最後の一口、ゴハンの一粒まで、丈士はきれいに平らげてしまい、それから、満足そうにベッドの上で横になった。
「ふぅ~、食った、食った! こりゃ、下手なレストランより、うまいかもしれないぜ」
「なによ、お兄ちゃん。……身体があれば、あたしだって、これくらい作ってあげるのに」
そんな丈士のことを不満そうに見下ろしていた星凪は、テーブルの上に視線を送り、そこに、まだ一つだけ、小さなハンバーグが残っていることに気がついた。

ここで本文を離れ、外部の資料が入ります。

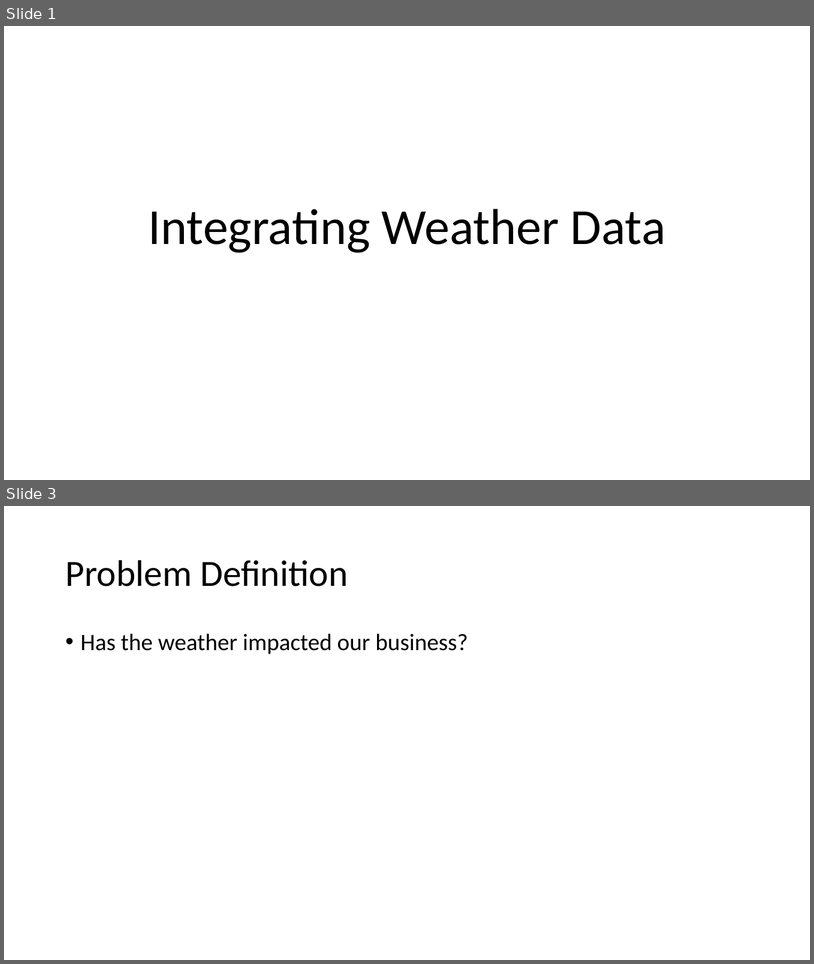
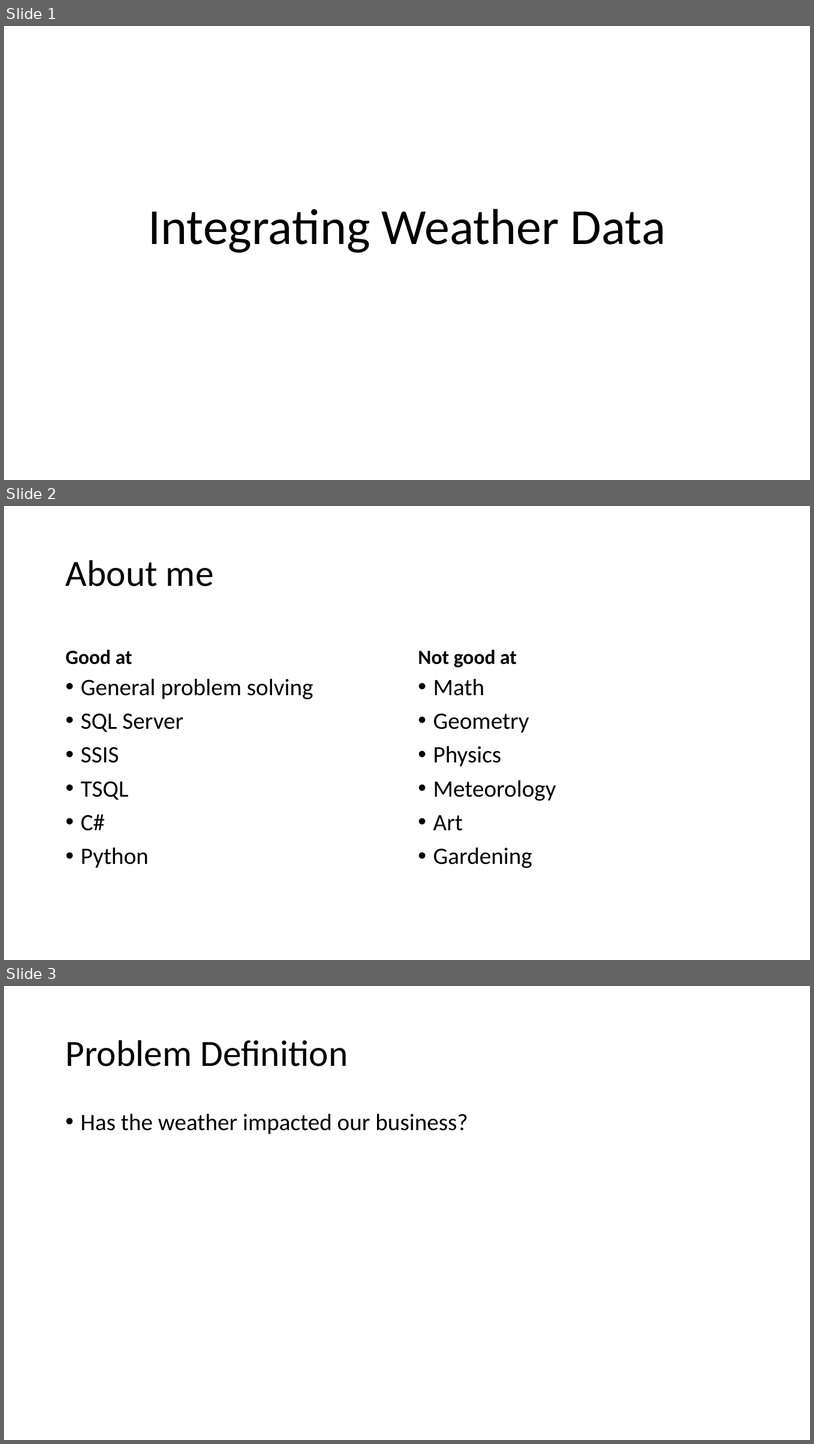
Before and after one commit to billinkc/presentations, a slide deck: IntegratingWeatherData/IntegratingWeatherData.pptx. Shown one above the other, each under a label of ours: slides 1 and 3 before the commit, slides 1, 2 and 3 after it; the slides between them are not shown. The pictures are 814x964 and 814x1444 pixels, drawn with LibreOffice and Linux fonts; fonts in the diff are those of the drawing. Boxes give left, top, right and bottom in pixels: in the first picture for what was removed or moved away, otherwise in the second. Text is boxed around its words. In the diff, an @@ line names an element or a change of style, - is before the commit and + after.

```diff
--- a/IntegratingWeatherData/IntegratingWeatherData.pptx
+++ b/IntegratingWeatherData/IntegratingWeatherData.pptx
@@ slide 2 added at <box>4,506,810,960</box>, background #FFFFFF @@
@@ title added at <box>66,560,214,586</box>, 44 pt, text #000000 @@
+About me
@@ text added at <box>66,649,132,664</box>, 24 pt, text #000000, bold @@
+Good at
@@ text added at <box>418,649,517,667</box>, 24 pt, text #000000, bold @@
+Not good at
@@ text added at <box>81,678,314,868</box>, 28 pt, text #000000 @@
+• General problem solving
+• SQL Server
+• SSIS
+• TSQL
+• C#
+• Python
@@ text added at <box>434,678,557,868</box>, 28 pt, text #000000 @@
+• Math
+• Geometry
+• Physics
+• Meteorology
+• Art
+• Gardening
```
Also in this commit, not shown: 3 slides changed, 11 other slides added, 1 slide removed, 1 other file.

「あれ? お兄ちゃん。まだ1つ残ってるみたいだけど、食べないの? 」
「そりゃ、星凪、お前の分だ」
心地よさそうにベッドの上に寝そべったまま、丈士はテーブルの上を指さす。
「最初から、満月さんはお前の分もちゃぁんと作っておいてくれたんだぜ? 自分の味見用と、幽霊であるお前用。だから、小さいハンバーグが2つあるんだ」
「や、やだよ。そんなこと言われたって、あたし、食べないよ」
星凪は唇を尖らせ、それから、気味悪そうな視線を、テーブルの上に残されたハンバーグへと向ける。
「だって、これを食べたら、除霊されちゃいそうじゃない? 」
「ハハッ。そんなこたァないだろ? それに、作るところを見させてもらってたけど、そんな、変なものは使ってなかったぞ? 塩とかの調味料も全部、元々この部屋にあったものを使ってもらったしな。……まぁ、騙されたと思って、食べてみろよ」
丈士の言葉に、まだ納得しかねているのか星凪は疑るような視線で丈士とハンバーグとを交互に眺めていたが、やがて、丈士が気持ちよさそうな寝息を立て始めると、ハンバーグの方へと向きなおる。
しばらく悩んだのち、星凪は意を決したように、ポルターガイストの応用で丈士が事前にきれいに割っておいてくれた割り箸を手に取ると、満月が作ってくれたハンバーグを一口大に切り取り、自身の口へと運ぶ。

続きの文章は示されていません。